+++ Records shown

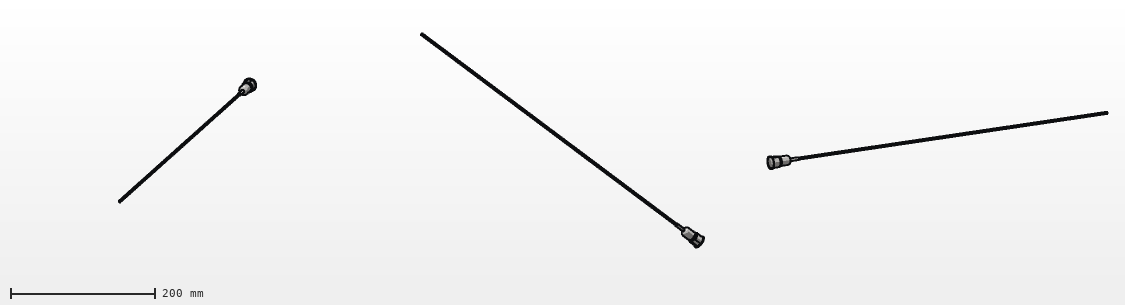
import cadquery as cq

OVERALL_LENGTH = 531.0

FLANGE_DIAMETER = 18.5
BACK_FACE_DIAMETER = 10.5
BACK_CONE_DEPTH = 1.0
FLANGE_END = 2.0

GRIP_DIAMETER = 16.0
GRIP_ACROSS_FLATS = 14.8
GRIP_CHAMFER_START = 12.4
RING_DIAMETER = 14.42
RING_START = 13.4
RING_END = 14.8
NECK_CONE_END = 15.7

COLLAR_DIAMETER = 13.5
COLLAR_END = 31.0
COLLAR_ROUNDING = 4.0

SLEEVE_DIAMETER = 4.4
SLEEVE_END = 45.0

SHAFT_SPAN = 3.4
RIB_THICKNESS = 1.3
VALLEY_RADIUS = 0.325


def cylinder(diameter, start, end):
    """A cylinder about the Y axis between two distances from the back face."""
    return cq.Workplane("XZ", origin=(0, -start, 0)).circle(diameter / 2).extrude(end - start)


def turned(stations):
    """A solid of revolution about the Y axis from (diameter, distance from the back face) stations."""
    first_distance = stations[0][1]
    last_distance = stations[-1][1]
    outline = cq.Workplane("XY").moveTo(0, -first_distance)
    for diameter, distance in stations:
        outline = outline.lineTo(diameter / 2, -distance)
    return outline.lineTo(0, -last_distance).close().revolve(360, (0, 0, 0), (0, 1, 0))


def make_flange():
    return turned([
        (BACK_FACE_DIAMETER, 0),
        (FLANGE_DIAMETER, BACK_CONE_DEPTH),
        (FLANGE_DIAMETER, FLANGE_END),
    ])


def make_grip():
    """The round grip, its end cut by a chamfer, trimmed by flats on the +Z and -Z sides."""
    round_grip = turned([
        (GRIP_DIAMETER, FLANGE_END),
        (GRIP_DIAMETER, GRIP_CHAMFER_START),
        (RING_DIAMETER, RING_START),
        (RING_DIAMETER, RING_END),
        (COLLAR_DIAMETER, NECK_CONE_END),
    ])
    between_flats = cq.Workplane("XY").box(GRIP_DIAMETER, 2 * NECK_CONE_END, GRIP_ACROSS_FLATS)
    return round_grip.intersect(between_flats)


def make_collar():
    return cylinder(COLLAR_DIAMETER, FLANGE_END, COLLAR_END).faces("<Y").edges().fillet(COLLAR_ROUNDING)


def make_shaft():
    """Two crossed ribs with full-round edges and rounded valleys, starting at the sleeve's front face."""
    def rib(angle):
        plane = cq.Workplane("XZ", origin=(0, -SLEEVE_END, 0))
        return plane.slot2D(SHAFT_SPAN, RIB_THICKNESS, angle).extrude(OVERALL_LENGTH - SLEEVE_END)

    cross = rib(0).union(rib(90))
    near_axis = cq.selectors.BoxSelector(
        (-RIB_THICKNESS, -OVERALL_LENGTH, -RIB_THICKNESS),
        (RIB_THICKNESS, 0, RIB_THICKNESS),
    )
    return cross.edges(near_axis).edges("|Y").fillet(VALLEY_RADIUS)


sleeve = cylinder(SLEEVE_DIAMETER, FLANGE_END, SLEEVE_END)
result = make_flange().union(make_grip()).union(make_collar()).union(sleeve).union(make_shaft())

++++++

### Directions
Copy each line from the records above that includes the string "return".

### Output for this task
    return cq.Workplane("XZ", origin=(0, -start, 0)).circle(diameter / 2).extrude(end - start)
    return outline.lineTo(0, -last_distance).close().revolve(360, (0, 0, 0), (0, 1, 0))
    return turned([
    return round_grip.intersect(between_flats)
    return cylinder(COLLAR_DIAMETER, FLANGE_END, COLLAR_END).faces("<Y").edges().fillet(COLLAR_ROUNDING)
        return plane.slot2D(SHAFT_SPAN, RIB_THICKNESS, angle).extrude(OVERALL_LENGTH - SLEEVE_END)
    return cross.edges(near_axis).edges("|Y").fillet(VALLEY_RADIUS)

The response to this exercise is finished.